1 (a) and 1 (b) are explanatory diagrams showing the steps of a manufacturing method according to the present invention, FIG. 2 is a diagram showing a conventional manufacturing method, FIGS. 1 (a) and 1 (b) correspond to FIGS. FIG. 3 is a schematic view showing the distribution of the concentration of the information writing impurity in the channel region obtained by the manufacturing method of the present invention as compared with the conventional method. FIGS. 4 (a) and 4 (b) show the manufacturing method of the present invention. FIGS. 4 (c) and 4 (d) are explanatory views showing a configuration relating to a mask displacement in a conventional method. DESCRIPTION OF SYMBOLS 1 ... Silicon semiconductor substrate, 2 ... Oxide film, 3 ... Source / drain formation mask, 4a, 4b ... Source / drain region, 5 ... Resist layer, 6 ... Channel region, 7 ... Impurity region 7a, 7b... Impurity regions for writing information.

Claims (1)

(57) [Claims] 1. A two-bit information storage type transistor element having a channel region below a gate electrode and having independently controlled impurity concentrations at one end and the other end of the channel region is formed on a plurality of substrates. A mask ROM is manufactured, and the control of the impurity concentration at one end side and / or the other end side of the channel region is performed by implanting impurity ions in a state where the mask is provided on the channel region.
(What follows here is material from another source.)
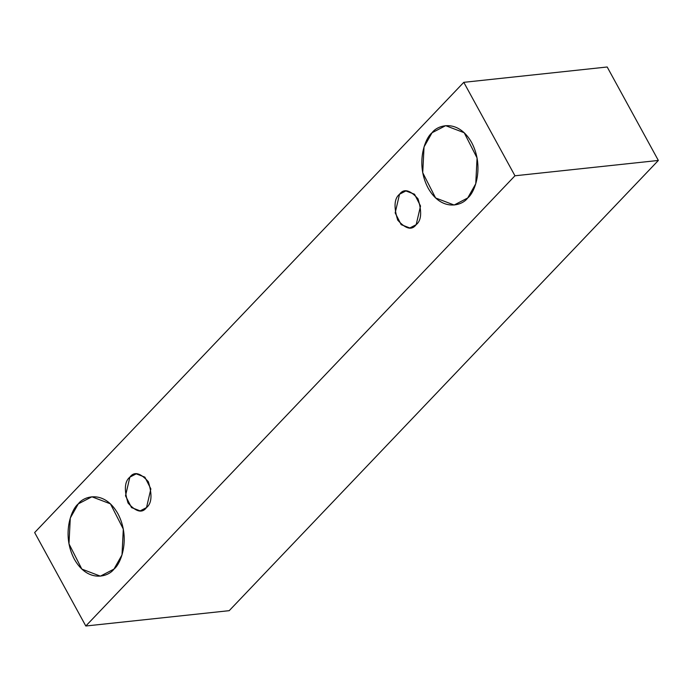<?xml version="1.0" encoding="UTF-8"?>
<svg xmlns="http://www.w3.org/2000/svg" width="693" height="693" viewBox="0 0 693 693"><rect width="100%" height="100%" fill="white"/><g stroke="black" fill="none" stroke-linecap="round" stroke-linejoin="round"><path stroke-width="1.04" d="M34.65 532.553L463.79 82.328L607.189 66.996L463.79 82.328L514.96 175.779L658.35 160.447L607.189 66.996L658.35 160.447L514.96 175.779L85.811 626.004L229.21 610.672L658.35 160.447L229.21 610.672L85.811 626.004L34.65 532.553L85.811 626.004L514.96 175.779L463.79 82.328L34.65 532.553M467.74 197.947C462.101 205.925 441.658 211.98 428.153 188.158C415.237 163.721 424.974 138.106 432.051 132.744C437.69 124.757 458.134 118.711 471.647 142.524C484.554 166.97 474.826 192.576 467.74 197.947L475.753 183.766L477.061 157.969L464.197 132.727L445.651 125.667L432.051 132.744L424.038 146.916L422.73 172.713L435.594 197.955L454.14 205.024L467.74 197.947M113.99 569.074C108.342 577.052 87.898 583.108 74.394 559.286C61.478 534.849 71.214 509.234 78.292 503.872C83.94 495.885 104.383 489.838 117.888 513.66C130.804 538.097 121.067 563.712 113.99 569.074L122.003 554.902L123.311 529.097L110.447 503.854L91.9 496.794L78.292 503.872L70.288 518.043L68.979 543.84L81.835 569.092L100.39 576.152L113.99 569.074M146.518 507.579C142.195 513.478 136.036 511.954 128.04 503.014C123.978 489.942 124.584 481.314 129.86 477.148C134.182 471.249 140.341 472.773 148.337 481.713C152.391 494.785 151.784 503.404 146.518 507.579L150.866 488.92L144.863 477.139L136.209 473.847L129.86 477.148L125.511 495.807L131.514 507.579L140.168 510.88L146.518 507.579M416.181 224.662C411.859 230.561 405.7 229.045 397.704 220.097C393.641 207.025 394.248 198.406 399.523 194.239C403.846 188.34 410.005 189.865 418 198.804C422.054 211.876 421.448 220.495 416.181 224.662L420.53 206.012L414.527 194.231L405.873 190.939L399.523 194.239L395.175 212.89L401.178 224.671L409.832 227.971L416.181 224.662"/></g></svg>

This ion implantation causes impurity ions to be injected from one end and / or the other end of the mask with respect to the normal to the substrate, respectively.
Irradiation is performed by inclining in the channel direction at an inclination angle of ゜ 60 °, and a mask is formed on the gate electrode corresponding to the channel region to be ion-implanted and on the gate electrode adjacent to the gate electrode. A method for manufacturing a semiconductor device having an end.